Study of Crack Initiation and Fracture in OC4 Jacket Structure Under Cyclic Loading by Peridynamic Approach

Abstract

Abstract The offshore structures are frequently subjected to the cyclic loads generated by environmental conditions leading to structural damage. The analysis of such damage that manifest as cracks become non-trivial due to mathematical abstraction of their classical governing equations in the presence of structural discontinuities. In this study, we employ peridynamic theory [1] that modifies the classical mathematical model by replacing spatial derivatives with integrals through non-local bond interactions between material points.
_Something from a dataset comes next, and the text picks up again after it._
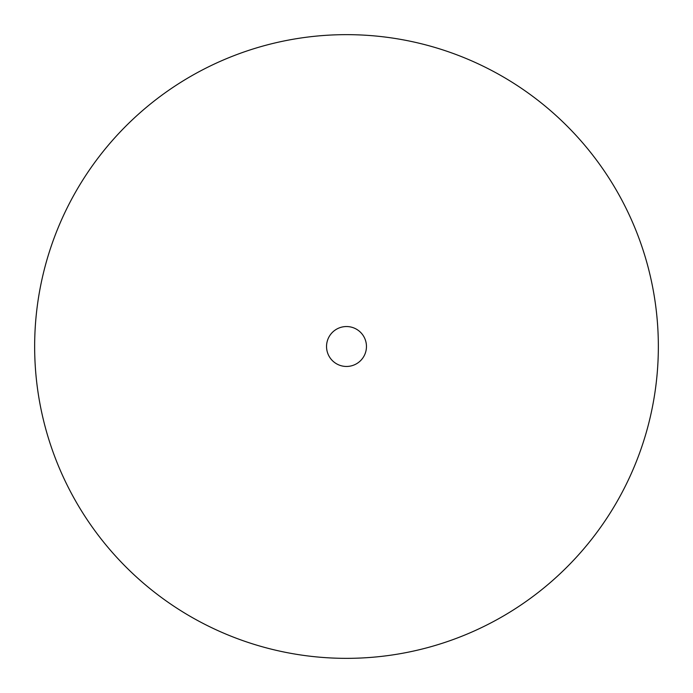 <?xml version="1.0" encoding="UTF-8"?>
<svg xmlns="http://www.w3.org/2000/svg" width="693" height="693" viewBox="0 0 693 693"><rect width="100%" height="100%" fill="white"/><g stroke="black" fill="none" stroke-linecap="round" stroke-linejoin="round"><path stroke-width="1.04" d="M366.458 346.5A19.958 19.958 0 0 1 346.5 366.458A19.958 19.958 0 0 1 326.542 346.5A19.958 19.958 0 0 1 346.5 326.542A19.958 19.958 0 0 1 366.458 346.5M658.35 346.5A311.85 311.85 0 0 1 346.5 658.35A311.85 311.85 0 0 1 34.65 346.5A311.85 311.85 0 0 1 346.5 34.65A311.85 311.85 0 0 1 658.35 346.5"/></g></svg>
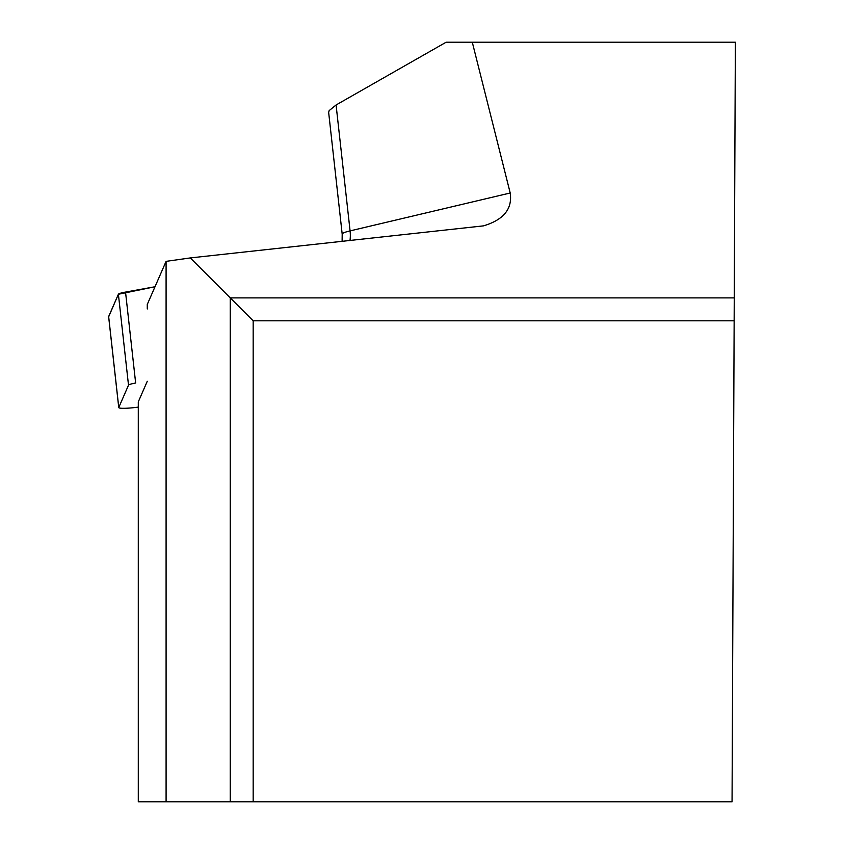 <?xml version="1.0" encoding="UTF-8"?>
<svg xmlns="http://www.w3.org/2000/svg" width="844" height="844" viewBox="0 0 844 844"><rect width="100%" height="100%" fill="white"/><g stroke="black" fill="none" stroke-linecap="round" stroke-linejoin="round"><path stroke-width="1.27" d="M128.51 385.191L118.392 294.25L108.676 316.764A15.35 1.73 -6.3 0 1 108.633 316.658A15.35 1.73 -6.3 0 1 108.654 316.542L118.392 294.25A15.35 1.73 -6.3 0 1 125.534 292.077L135.652 383.018A15.35 1.73 173.7 0 0 128.51 385.191L118.772 407.483A15.35 1.73 173.7 0 0 118.751 407.599A15.35 1.73 173.7 0 0 138.289 407.103M125.534 292.077L155.001 286.749L118.382 294.261M147.278 308.978L147.267 304.462L166.089 261.355L166.089 801.8L230.243 801.8L230.243 297.89L190.28 257.926L166.089 261.355M190.28 257.926L483.506 225.865C503.625 219.83 512.53 208.879 510.209 193.002L472.281 42.2L446.149 42.2L336.081 104.983L329.16 110.606L328.654 112.421L342.189 234.147A30.933 3.492 -6.3 0 1 350.081 230.887L336.081 104.983M147.267 381.288L138.289 401.871L138.289 801.8L166.089 801.8M472.281 42.2L735.367 42.2L732.054 801.8L230.243 801.8M253.168 801.8L253.168 320.815L734.153 320.815M734.248 297.89L230.243 297.89L253.168 320.815M108.654 316.542L118.772 407.483M510.209 193.002L350.081 230.887A30.933 22.588 -103.3 0 1 349.965 240.688M118.751 407.599L108.633 316.658M342.105 241.542L342.189 234.147"/></g></svg>

This approach helps us model the breakage of bonds pertaining to structural cracks. In the peridynamic fatigue model [2], the breakage of bonds is evaluated through the remaining life parameter that accounts for the cumulative damage at every load cycle caused by in-plane cyclic deformation in a 2D plate. In this work, we model OC4 jackets with peridynamic beam formulation [3], where the fatigue model considers the bond’s cyclic in-plane, shear, bending, and torsional deformation. We successfully identify the critical locations for crack initiation in the jacket under constant amplitude cyclic point loading. We further evaluate the number of load cycles required for crack initiation and fracture under different maximum load magnitudes of cyclic loading.